На счастье. Далей как раз в это самое время шел по городской площади, прямо по газону. Он споткнулся о столбик с вывеской «По газонам не ходить!», чертыхнулся, сплюнул, выдернул столбик из земли и швырнул его прямо в монумент. Потом зацепил ногой мусорную урну и уж только после этого направился в сторону кафе. Далей Дунер после истории с гигантскими сорняками и в самом деле стал очень нервным.

— Он такой же, как всегда, и даже еще более, — сказал дядюшка Одиссей. — Наверно, весь день поливал себя этим веществом. Может, даже пил его.

А судья и шериф закивали головами. Бам! — грохнула дверь, пропустив через себя Далей Дунера.

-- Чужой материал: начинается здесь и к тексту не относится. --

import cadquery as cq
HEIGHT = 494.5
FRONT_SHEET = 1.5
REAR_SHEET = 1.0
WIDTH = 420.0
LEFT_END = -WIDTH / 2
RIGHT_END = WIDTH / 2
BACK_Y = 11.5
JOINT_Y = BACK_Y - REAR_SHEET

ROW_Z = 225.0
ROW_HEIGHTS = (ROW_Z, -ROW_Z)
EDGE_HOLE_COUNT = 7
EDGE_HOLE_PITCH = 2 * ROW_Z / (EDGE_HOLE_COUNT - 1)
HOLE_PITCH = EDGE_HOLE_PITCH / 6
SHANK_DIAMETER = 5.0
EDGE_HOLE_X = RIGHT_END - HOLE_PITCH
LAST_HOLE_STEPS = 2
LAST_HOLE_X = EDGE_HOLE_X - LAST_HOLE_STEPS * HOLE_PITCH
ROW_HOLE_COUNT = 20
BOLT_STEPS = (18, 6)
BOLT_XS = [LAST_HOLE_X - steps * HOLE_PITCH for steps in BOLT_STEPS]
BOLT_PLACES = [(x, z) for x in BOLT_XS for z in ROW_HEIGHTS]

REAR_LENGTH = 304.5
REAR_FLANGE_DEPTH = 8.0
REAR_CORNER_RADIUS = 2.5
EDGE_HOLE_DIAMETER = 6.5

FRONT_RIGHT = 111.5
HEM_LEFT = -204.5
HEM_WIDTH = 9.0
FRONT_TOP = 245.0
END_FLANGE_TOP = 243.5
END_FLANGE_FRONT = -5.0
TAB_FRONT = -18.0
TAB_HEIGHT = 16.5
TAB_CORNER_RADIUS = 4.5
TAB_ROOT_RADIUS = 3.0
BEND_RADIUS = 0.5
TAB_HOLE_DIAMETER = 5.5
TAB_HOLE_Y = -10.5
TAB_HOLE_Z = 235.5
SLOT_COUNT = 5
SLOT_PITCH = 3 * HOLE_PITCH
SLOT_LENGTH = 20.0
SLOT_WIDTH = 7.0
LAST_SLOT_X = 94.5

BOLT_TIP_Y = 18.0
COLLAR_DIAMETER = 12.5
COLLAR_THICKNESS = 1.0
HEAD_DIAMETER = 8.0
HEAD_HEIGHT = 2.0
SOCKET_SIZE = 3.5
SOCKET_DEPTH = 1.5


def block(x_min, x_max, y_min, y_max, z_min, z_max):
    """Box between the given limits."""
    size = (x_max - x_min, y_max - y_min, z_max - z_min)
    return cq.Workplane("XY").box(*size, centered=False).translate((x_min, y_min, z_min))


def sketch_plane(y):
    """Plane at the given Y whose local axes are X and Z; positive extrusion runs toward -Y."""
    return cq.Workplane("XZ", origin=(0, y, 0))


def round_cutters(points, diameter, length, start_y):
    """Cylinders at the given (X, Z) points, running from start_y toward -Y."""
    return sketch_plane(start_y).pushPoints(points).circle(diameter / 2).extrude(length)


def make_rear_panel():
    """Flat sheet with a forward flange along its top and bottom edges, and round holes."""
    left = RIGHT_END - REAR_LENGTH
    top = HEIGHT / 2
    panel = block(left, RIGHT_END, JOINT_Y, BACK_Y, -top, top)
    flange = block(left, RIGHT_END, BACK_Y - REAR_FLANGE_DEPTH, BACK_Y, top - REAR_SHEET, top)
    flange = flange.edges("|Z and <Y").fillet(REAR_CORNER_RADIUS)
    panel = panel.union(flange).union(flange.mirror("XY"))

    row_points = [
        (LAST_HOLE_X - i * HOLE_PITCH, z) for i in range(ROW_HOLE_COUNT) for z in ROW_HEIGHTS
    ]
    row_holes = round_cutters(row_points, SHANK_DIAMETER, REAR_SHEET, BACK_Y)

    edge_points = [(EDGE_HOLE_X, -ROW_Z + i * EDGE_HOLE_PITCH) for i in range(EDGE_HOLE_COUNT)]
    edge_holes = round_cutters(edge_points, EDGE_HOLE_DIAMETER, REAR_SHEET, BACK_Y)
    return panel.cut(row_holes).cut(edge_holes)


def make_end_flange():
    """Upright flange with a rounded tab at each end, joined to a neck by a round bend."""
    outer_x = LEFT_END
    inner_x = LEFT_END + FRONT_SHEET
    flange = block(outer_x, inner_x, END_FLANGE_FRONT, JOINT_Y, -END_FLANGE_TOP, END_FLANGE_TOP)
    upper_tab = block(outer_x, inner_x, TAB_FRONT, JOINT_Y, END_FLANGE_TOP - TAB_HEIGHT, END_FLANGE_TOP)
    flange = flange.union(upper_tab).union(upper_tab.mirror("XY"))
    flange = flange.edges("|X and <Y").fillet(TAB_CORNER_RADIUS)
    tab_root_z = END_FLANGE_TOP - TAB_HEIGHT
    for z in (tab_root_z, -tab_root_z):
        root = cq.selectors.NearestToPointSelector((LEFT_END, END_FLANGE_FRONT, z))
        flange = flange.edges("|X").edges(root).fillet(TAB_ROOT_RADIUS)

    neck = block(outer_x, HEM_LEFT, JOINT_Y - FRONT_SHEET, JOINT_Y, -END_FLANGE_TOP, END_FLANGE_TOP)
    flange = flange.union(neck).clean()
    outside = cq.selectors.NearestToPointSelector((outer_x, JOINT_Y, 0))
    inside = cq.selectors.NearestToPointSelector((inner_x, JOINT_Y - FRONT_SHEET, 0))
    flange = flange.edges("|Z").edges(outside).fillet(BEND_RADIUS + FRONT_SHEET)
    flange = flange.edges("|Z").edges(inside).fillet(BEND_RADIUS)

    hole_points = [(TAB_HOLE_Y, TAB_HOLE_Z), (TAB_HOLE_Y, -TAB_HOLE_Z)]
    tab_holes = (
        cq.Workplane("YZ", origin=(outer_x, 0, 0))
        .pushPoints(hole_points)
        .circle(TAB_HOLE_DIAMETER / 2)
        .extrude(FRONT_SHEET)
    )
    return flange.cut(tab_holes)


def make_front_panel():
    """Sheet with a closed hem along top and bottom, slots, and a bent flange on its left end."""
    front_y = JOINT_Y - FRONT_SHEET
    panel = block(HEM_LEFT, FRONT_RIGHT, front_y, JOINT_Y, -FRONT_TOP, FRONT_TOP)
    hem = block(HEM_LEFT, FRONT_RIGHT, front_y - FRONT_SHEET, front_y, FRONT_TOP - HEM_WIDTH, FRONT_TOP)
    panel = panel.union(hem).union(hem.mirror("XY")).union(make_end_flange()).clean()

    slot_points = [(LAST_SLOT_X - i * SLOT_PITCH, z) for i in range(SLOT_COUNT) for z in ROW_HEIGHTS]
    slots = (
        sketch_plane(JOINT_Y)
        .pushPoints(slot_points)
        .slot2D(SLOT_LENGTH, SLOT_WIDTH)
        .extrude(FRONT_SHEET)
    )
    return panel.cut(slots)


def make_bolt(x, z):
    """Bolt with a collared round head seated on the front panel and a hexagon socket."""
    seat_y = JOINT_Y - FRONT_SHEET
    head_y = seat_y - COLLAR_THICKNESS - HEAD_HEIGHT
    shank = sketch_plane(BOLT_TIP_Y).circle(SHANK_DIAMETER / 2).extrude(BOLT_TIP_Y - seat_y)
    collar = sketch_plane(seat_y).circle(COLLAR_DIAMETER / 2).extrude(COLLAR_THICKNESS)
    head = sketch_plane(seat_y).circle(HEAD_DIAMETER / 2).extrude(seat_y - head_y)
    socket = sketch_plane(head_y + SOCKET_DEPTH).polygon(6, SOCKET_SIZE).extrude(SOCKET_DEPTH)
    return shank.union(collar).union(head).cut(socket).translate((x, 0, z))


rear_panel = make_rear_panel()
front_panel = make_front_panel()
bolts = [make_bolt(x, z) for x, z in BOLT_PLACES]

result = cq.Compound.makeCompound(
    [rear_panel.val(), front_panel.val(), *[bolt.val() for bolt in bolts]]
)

Гомер и его друг Фредди были тут же и с любопытством смотрели на еще более сонного дядюшку Одиссея, еще более важного судью, еще более подозрительного шерифа и на еще более невыносимого из горожан по имени Далей Дунер и по прозвищу Дунер-Плюнер.

— А как себя чувствуешь ты, Гомер? — спросил дядюшка Одиссей.

— Очень хорошо, — ответил Гомер. — А вот у вас ужасно сонливый вид. Может, сенная лихорадка?

— Что ты сделал со своей банкой этого «иещеболее»? — спросил дядюшка Одиссей, с трудом отгоняя сон.

— А, с этим... — сказал Гомер. — Мы с Фредди побрызгали как следует радиоприемник, чтобы слышимость была лучше. Вроде немного помогло, но зато стало больше помех и избирательность хуже. Тогда мы взяли отвертку и вскрыли эту банку с «иещеболее».